In fact, freshwater turtles have been a bit neglected by research. Arriving at meaningful conclusions about how they accumulate metal was difficult because the researchers had few studies to build on.
“We had to search far and wide to even find data,” Cooper said.
They ended up comparing their results to studies of freshwater turtles in Kentucky and Iran, which enabled them to arrive at the conclusion that “Lake Michigan wetland turtles have moderate levels of heavy metal body burdens and some metals, such as copper, appear to be relatively high in these animals.”
Smith said, “Freshwater turtles are very understudied.”
Part of the reason is that until now, turtles have been difficult to sample. It wasn’t clear if tissue could be obtained without collecting whole turtles and killing them.
The new study measured metals in shell and claw samples and found that they corresponded with levels in liver and muscle tissues. Metal contamination could be monitored by just clipping shells and toenails in the field – and without killing the turtles.
Cooper said more research is needed before an ongoing metal monitoring program for freshwater turtles can begin.
The new study “is a good first step,” Cooper said. “There’s a lot more work that can be done.”
Kosiara said, “I think the results from this study can spur more conversation and interest in understanding how the health of these turtles may be affected by heavy metals associated with human activity.”.
Expanding the research is important, Smith agreed. Fish, plants, and bugs are studied, but the little-studied turtles could supplement that research.

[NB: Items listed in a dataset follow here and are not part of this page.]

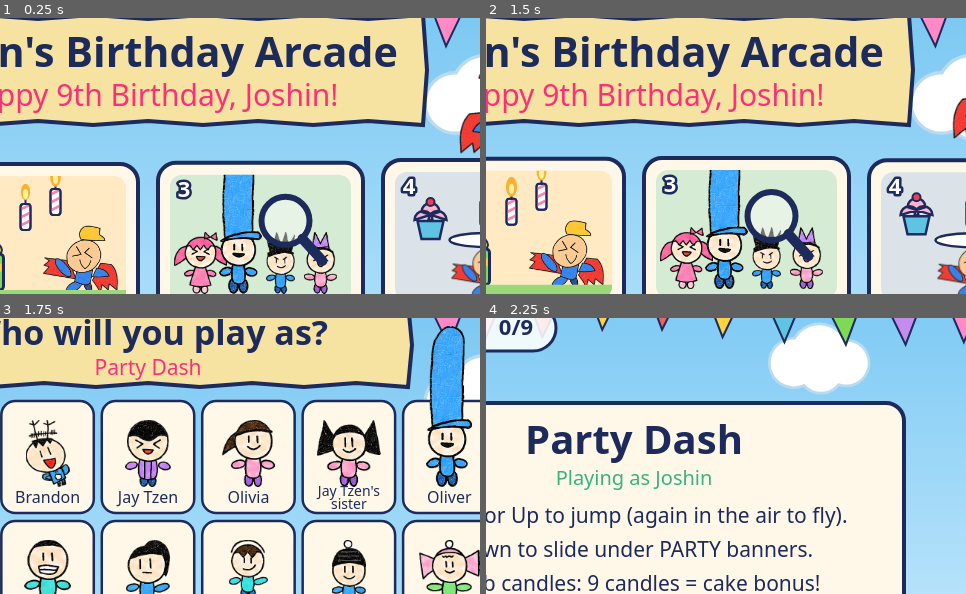
Above: before the commit, frames 1-4 (two rows, left to right).
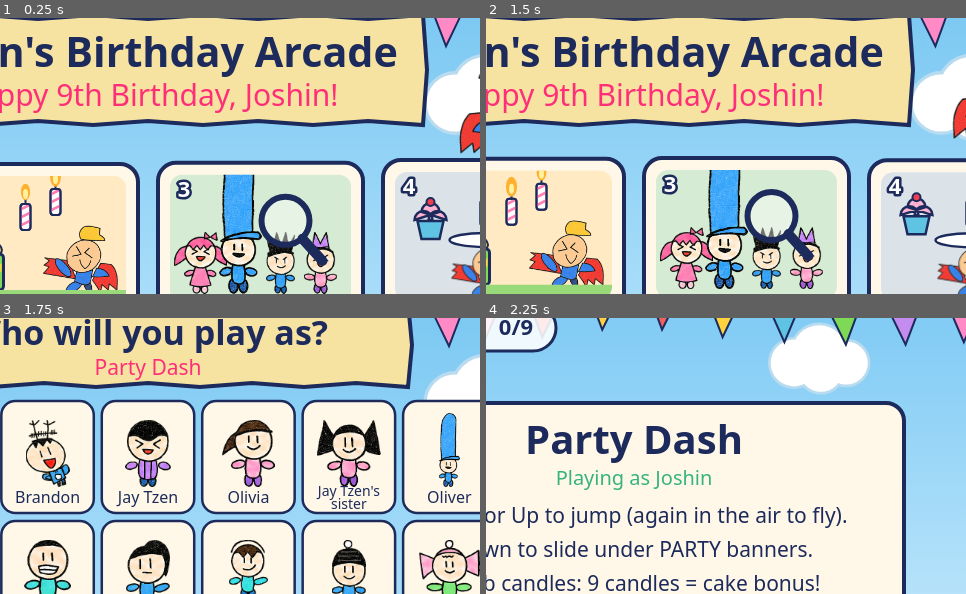
Above: after the commit, the same moments.

Repository: lizhitan-lab/claude-games
Game: browser game, page joshin-birthday/index.html
Two runs of this game, one before a commit and one after it. Both use one fixed random seed, a clock stepped at 60 frames per second and the inputs below.
Inputs (mouse positions are % of the whole screen's width and height, from its top left):
- Up to frame 1 (0.25 s): no input
- Up to frame 2 (1.5 s): click (50, 50) at 0.27 s; click (50, 60) at 1.07 s
- Up to frame 3 (1.75 s): click (30, 40) at 1.67 s
- Up to frame 4 (2.25 s): click "Play as Joshin!" at 1.77 s
The pictures show only the part of the screen within x 35-85%, y 6-56%; the shares and areas given below are measured in that part.

Frames 1-2 are identical in both runs. In frame 3, 3.7% of the frame differs, in the area x 88-99%, y 2-62%; in frame 4, nothing differs.

Commit message:
Character select: fit Oliver and his hat inside his own box
Co-Authored-By: Claude Opus 5.5 <noreply@anthropic.com>
Claude-Session: https://claude.ai/code/session_0125Yuyvv3XkW6K9jkrwDkGc

Diff:
--- a/joshin-birthday/index.html
+++ b/joshin-birthday/index.html
@@ -102,7 +102,7 @@
 const SCALE_FIX = { oliver: 2.4 };
 function spr(id, x, y, h, o = {}) {
   const im = IMG[id]; if (!im) return;
-  h *= SCALE_FIX[id] || 1;
+  if (!o.noFix) h *= SCALE_FIX[id] || 1;
   const w = im.width * h / im.height;
   ctx.save(); ctx.translate(x, y);
   if (o.rot) ctx.rotate(o.rot);
@@ -576,8 +576,9 @@
     for (const k of this.cells()) {
       const sel = k.i === this.sel, cx = k.x + k.w / 2;
       rr(k.x + 4, k.y + 4, k.w - 8, k.h - 8, 14); fillStroke(sel ? '#ffe9a8' : PAPER, sel ? PINK : INK, sel ? 5 : 2.5);
-      const hgt = k.h * (k.c.id === 'joshin' ? .62 : .56);
-      spr(k.c.id, cx, k.y + k.h - 30 - (sel ? Math.abs(Math.sin(T * 7)) * 8 : 0), hgt);
+      // Oliver is drawn whole (hat included) so his hat stays inside his own box
+      const tall = k.c.id === 'oliver', hgt = tall ? k.h - 46 : k.h * (k.c.id === 'joshin' ? .62 : .56);
+      spr(k.c.id, cx, k.y + k.h - 30 - (sel ? Math.abs(Math.sin(T * 7)) * (tall ? 4 : 8) : 0), hgt, { noFix: tall });
       const two = k.c.name.includes("'s ");
       const parts = two ? [k.c.name.split(' ').slice(0, -1).join(' '), k.c.name.split(' ').pop()] : [k.c.name];
       parts.forEach((l, j) => text(l, cx, k.y + k.h - 19 + j * 13 - (parts.length - 1) * 6, two ? 14 : 16, INK, { font: 'b', maxW: k.w - 12 }));
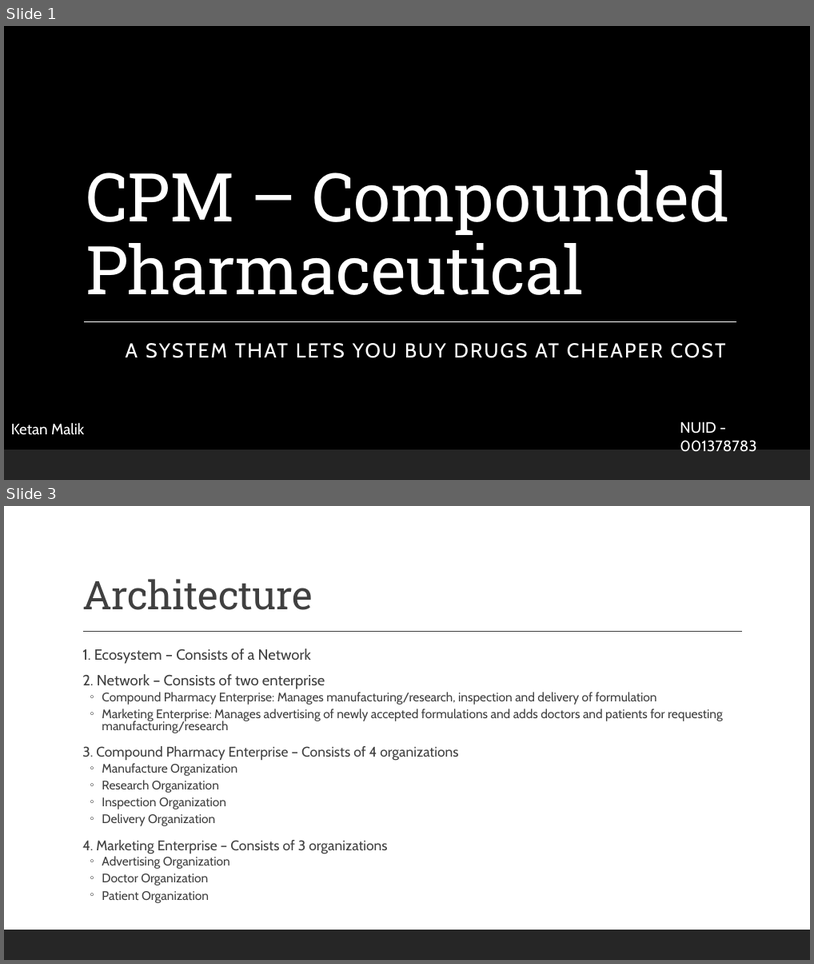
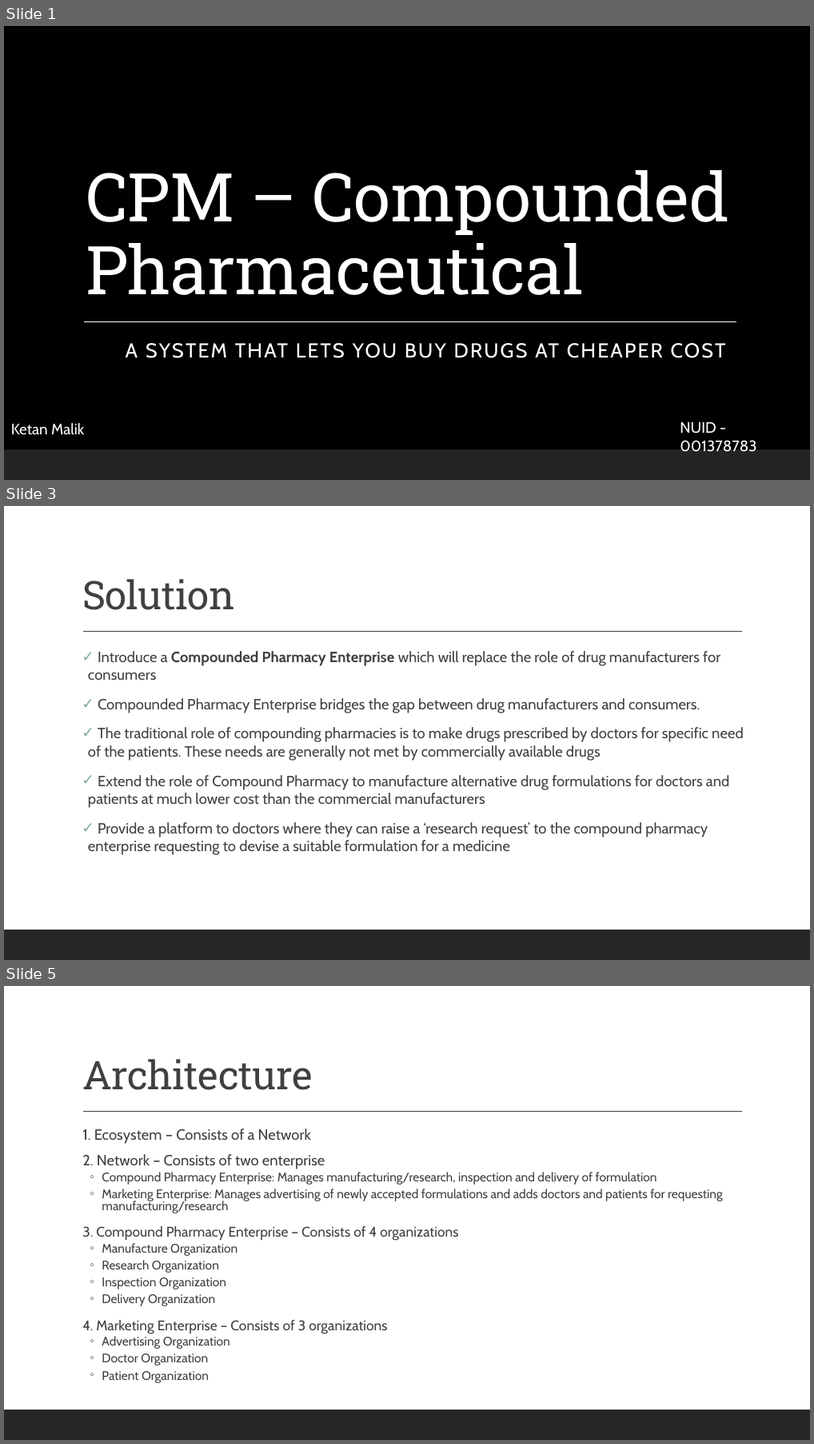
Before and after one commit to ketanmalik/AED, a slide deck: Final Project/Final-Project-Presentation.pptx. Shown one above the other, each under a label of ours: slides 1 and 3 before the commit, slides 1, 3 and 5 after it; the slides between them are not shown. The pictures are 814x964 and 814x1444 pixels, drawn with LibreOffice and Linux fonts; fonts in the diff are those of the drawing; background and template pictures are left out. Boxes give left, top, right and bottom in pixels: in the first picture for what was removed or moved away, otherwise in the second. Text is boxed around its words. In the diff, an @@ line names an element or a change of style, - is before the commit and + after.

```diff
--- a/Final Project/Final-Project-Presentation.pptx
+++ b/Final Project/Final-Project-Presentation.pptx
@@ slide 3 added at box(4, 506, 810, 960), background #FFFFFF; not listed: 2 template elements that a slide beside it also shows @@
@@ title added at box(82, 579, 234, 610), 47 pt, text #404040 @@
+Solution
@@ text added at box(88, 651, 744, 854), 17.6 pt, text #404040 @@
+✓ Introduce a Compounded Pharmacy Enterprise which will replace the role of drug manufacturers for consumers
+✓ Compounded Pharmacy Enterprise bridges the gap between drug manufacturers and consumers.
+✓ The traditional role of compounding pharmacies is to make drugs prescribed by doctors for specific need of the patients. These needs are generally not met by commercially available drugs
+✓ Extend the role of Compound Pharmacy to manufacture alternative drug formulations for doctors and patients at much lower cost than the commercial manufacturers
+✓ Provide a platform to doctors where they can raise a ‘research request’ to the compound pharmacy enterprise requesting to devise a suitable formulation for a medicine
@@ what was slide 3 is now slide 5 @@
```
Also in this commit, not shown: 4 slides changed, 4 other slides added, 3 slides removed, 3 other files.

“They do represent an important part of the food web,” Smith said.
Another reason for more research on freshwater turtles, particularly regarding how they accumulate heavy metals, is that many people eat snapping turtles.
Cooper said the study proved that turtles carry heavy metals in their tissue, but there are yet many unknowns about how that might harm people. For example, scientists don’t know if turtles carry dangerous contaminants like mercury or the degree to which people eat them in the Great Lakes region.
“There’s a lot of room for growth in turtle research,” Smith said. “I hope that they are studied more.”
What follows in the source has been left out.